The new generative artificial intelligence systems based on large language model are, basically, built on a variation of the old neural networks theory.  So it is completely unsurprising to see one of the big problems that we find with generative artificial intelligence, is that it tends, when we ask it for research, to present complete fictions to us as established fact.  When such a system presents us with a very questionable piece of research, and we ask it to justify the basis of this research, it will sometimes make up entirely fictional citations in order to support the proposal presented.  This has become known as a "hallucination."

Calling these events "hallucinations" is misleading.  Saying "hallucination" gives the impression that we think that there is an error in either perception or understanding.  In actual fact, generative artificial intelligence has no understanding, at all, of what it is telling us.  What is really going on here is that we have built a large language model, by feeding a system that is based on a neural network model a huge amount of text.  We have asked the model to go through the text, find relationships, and build a statistical model of how to generate this kind of text.  Because these systems can be forced to parrot back intellectual property that has been fed into them, in ways that are very problematic in terms of copyright law, we do, fairly often, get a somewhat reasonable, if very pedestrian, correct answer to a question.  But, because of the superstitious learning that has always plagued neural networks, sometimes the systems find relationships that don't really relate to anything.  Buried deep in the hugely complex statistical model that the large language models are built on, are unknown traps that can be sprung by a particular stream of text that we feed into the generative artificial intelligence as a prompt.  So it's not that the genAI is lying to us, because it's only statistically creating a stream of text based on the statistical model that it has built with other text.  It doesn't know what is true, or not true.

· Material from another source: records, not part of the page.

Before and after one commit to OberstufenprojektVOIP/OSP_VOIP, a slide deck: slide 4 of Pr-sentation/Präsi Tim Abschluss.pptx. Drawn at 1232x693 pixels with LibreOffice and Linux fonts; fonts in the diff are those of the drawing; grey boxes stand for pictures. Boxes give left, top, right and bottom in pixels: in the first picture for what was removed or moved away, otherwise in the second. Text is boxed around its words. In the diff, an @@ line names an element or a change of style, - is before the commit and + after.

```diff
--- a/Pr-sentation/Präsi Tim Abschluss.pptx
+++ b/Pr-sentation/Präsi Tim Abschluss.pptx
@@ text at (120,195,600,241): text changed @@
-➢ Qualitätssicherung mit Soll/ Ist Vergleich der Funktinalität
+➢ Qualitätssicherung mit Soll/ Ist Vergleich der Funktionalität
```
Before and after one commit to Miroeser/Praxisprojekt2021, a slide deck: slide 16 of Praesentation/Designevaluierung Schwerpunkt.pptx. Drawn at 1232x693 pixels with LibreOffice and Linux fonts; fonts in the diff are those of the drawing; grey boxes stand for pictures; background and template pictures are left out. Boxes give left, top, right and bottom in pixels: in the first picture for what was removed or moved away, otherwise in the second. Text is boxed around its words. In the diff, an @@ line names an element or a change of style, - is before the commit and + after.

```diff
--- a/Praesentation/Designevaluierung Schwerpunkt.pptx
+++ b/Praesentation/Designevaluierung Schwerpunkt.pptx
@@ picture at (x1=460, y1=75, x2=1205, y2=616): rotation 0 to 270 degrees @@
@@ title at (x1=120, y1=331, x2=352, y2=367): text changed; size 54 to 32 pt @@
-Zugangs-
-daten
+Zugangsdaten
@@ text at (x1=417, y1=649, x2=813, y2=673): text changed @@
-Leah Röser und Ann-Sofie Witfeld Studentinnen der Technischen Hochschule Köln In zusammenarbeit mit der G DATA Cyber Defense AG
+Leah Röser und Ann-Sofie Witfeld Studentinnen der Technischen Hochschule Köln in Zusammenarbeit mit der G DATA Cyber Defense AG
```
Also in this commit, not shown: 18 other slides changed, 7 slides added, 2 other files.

There is a joke, in the information technology industry, that asks what is the difference between a used car salesman, and a computer salesman.  The answer is that he used car salesman knows when he is lying to you.  The implication of course (and, in my five decades of working in the field I have found it is very true), is that computer salesman really don't know anything about the products that they are selling.  They really don't know when they are lying to you.  Generative artificial intelligence is basically the same.